And yea, it's too soon to tell. Software & software business are evolving
rapidly under our feet. I am curious to see what will happen next.

------
kiyoto
This analysis is spot on. There is nothing wrong with what Docker or CoreOS
are doing. As the OP pointed out, stuff like this happens all the time in
computing.

What makes it awkward is that you can't say this stuff and hope to convince
the critically important group of people for open source software/companies:
user communities.

Users care a lot about their software and community around it growing and
improving, but they won't be convinced by the needs of venture-backed, growth-
oriented corporate strategy. (I am not saying this is good or bad but stating
the fact).

------
jasode
I appreciate the author's insights of taking previous examples of technology
shifts, extracting a generic pattern from them, and then applying it to the
new Docker direction.

But I don't fully buy into it.

To me, the new emphasis on "orchestrating & managing" containers is an obvious
and unavoidable progression of taming new layers of complexity as they appear.
The lower level technology of containers solved one set of complexities (app
deploy onto 1 operating system), but they also create new complexities: tame
the explosion of a thousand containers in the data center.

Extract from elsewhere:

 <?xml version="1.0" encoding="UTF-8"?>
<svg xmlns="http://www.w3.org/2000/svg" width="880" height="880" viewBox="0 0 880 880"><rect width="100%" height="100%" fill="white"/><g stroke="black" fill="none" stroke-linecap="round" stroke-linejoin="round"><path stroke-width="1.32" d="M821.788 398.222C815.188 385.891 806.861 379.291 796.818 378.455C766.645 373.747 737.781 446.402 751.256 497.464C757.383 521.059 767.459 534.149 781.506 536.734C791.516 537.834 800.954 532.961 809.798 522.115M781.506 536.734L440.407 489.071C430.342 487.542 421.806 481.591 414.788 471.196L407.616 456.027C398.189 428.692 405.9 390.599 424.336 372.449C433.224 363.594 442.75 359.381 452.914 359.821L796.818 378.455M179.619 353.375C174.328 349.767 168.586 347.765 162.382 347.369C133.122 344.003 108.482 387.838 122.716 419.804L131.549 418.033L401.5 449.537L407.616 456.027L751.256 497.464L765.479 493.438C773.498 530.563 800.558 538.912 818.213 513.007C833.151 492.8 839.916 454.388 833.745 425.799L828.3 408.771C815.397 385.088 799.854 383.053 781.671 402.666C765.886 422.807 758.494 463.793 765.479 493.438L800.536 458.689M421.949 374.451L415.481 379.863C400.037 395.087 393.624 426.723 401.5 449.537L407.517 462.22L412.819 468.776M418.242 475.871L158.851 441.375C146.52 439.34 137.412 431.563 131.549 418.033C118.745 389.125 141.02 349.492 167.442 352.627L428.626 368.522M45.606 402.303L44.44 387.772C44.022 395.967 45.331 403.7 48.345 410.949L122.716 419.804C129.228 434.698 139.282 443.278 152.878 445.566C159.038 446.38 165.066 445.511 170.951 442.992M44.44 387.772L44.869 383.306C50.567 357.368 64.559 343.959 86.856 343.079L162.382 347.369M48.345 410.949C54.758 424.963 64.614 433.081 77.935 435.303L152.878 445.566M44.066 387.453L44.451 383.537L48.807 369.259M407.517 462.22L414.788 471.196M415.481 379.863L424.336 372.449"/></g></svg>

How is this different from MS System Center, HP OpenView, and IBM Tivoli as
managers/watchdogs of Windows & Linux boxes or KVM-over-ip to remotely
reboot/powercycle racks of servers? Yes, those "enterprisey management
console" products are "value added" and successful. Yes, there was competition
between OpenView & Tivoli and competition between KVM vendors. But they
weren't the kind of products that captured mindshare as glamorous; it was just
something the IT department picked to "keep the lights running". Those
management products also did not mint billionaires (millionaires yes, but not
billionaires.) So the recent analysis from blogs that pits Docker vs CoreOs as
a "strategic-winner-take-all" platform war like Internet Explorer vs Netscape
doesn't feel quite accurate.

It seems like the more interesting software fight is _datacenter cloud o /s_
which is even higher level than Docker's orchestration-of-containers focus.
Example of this would be OpenStack[1]. Proprietary ones would be Facebook
internal cloud stack and Amazon AWS. This "datacenter-as-a-platform" would
subsume the container standards fight.

There may be something I'm missing in the Docker vs CoreOS that makes me
discount this competition while others are playing it up. For example, is
there some plugin architecture that would lock in developer mindshare?

[1][http://en.wikipedia.org/wiki/OpenStack](http://en.wikipedia.org/wiki/OpenStack)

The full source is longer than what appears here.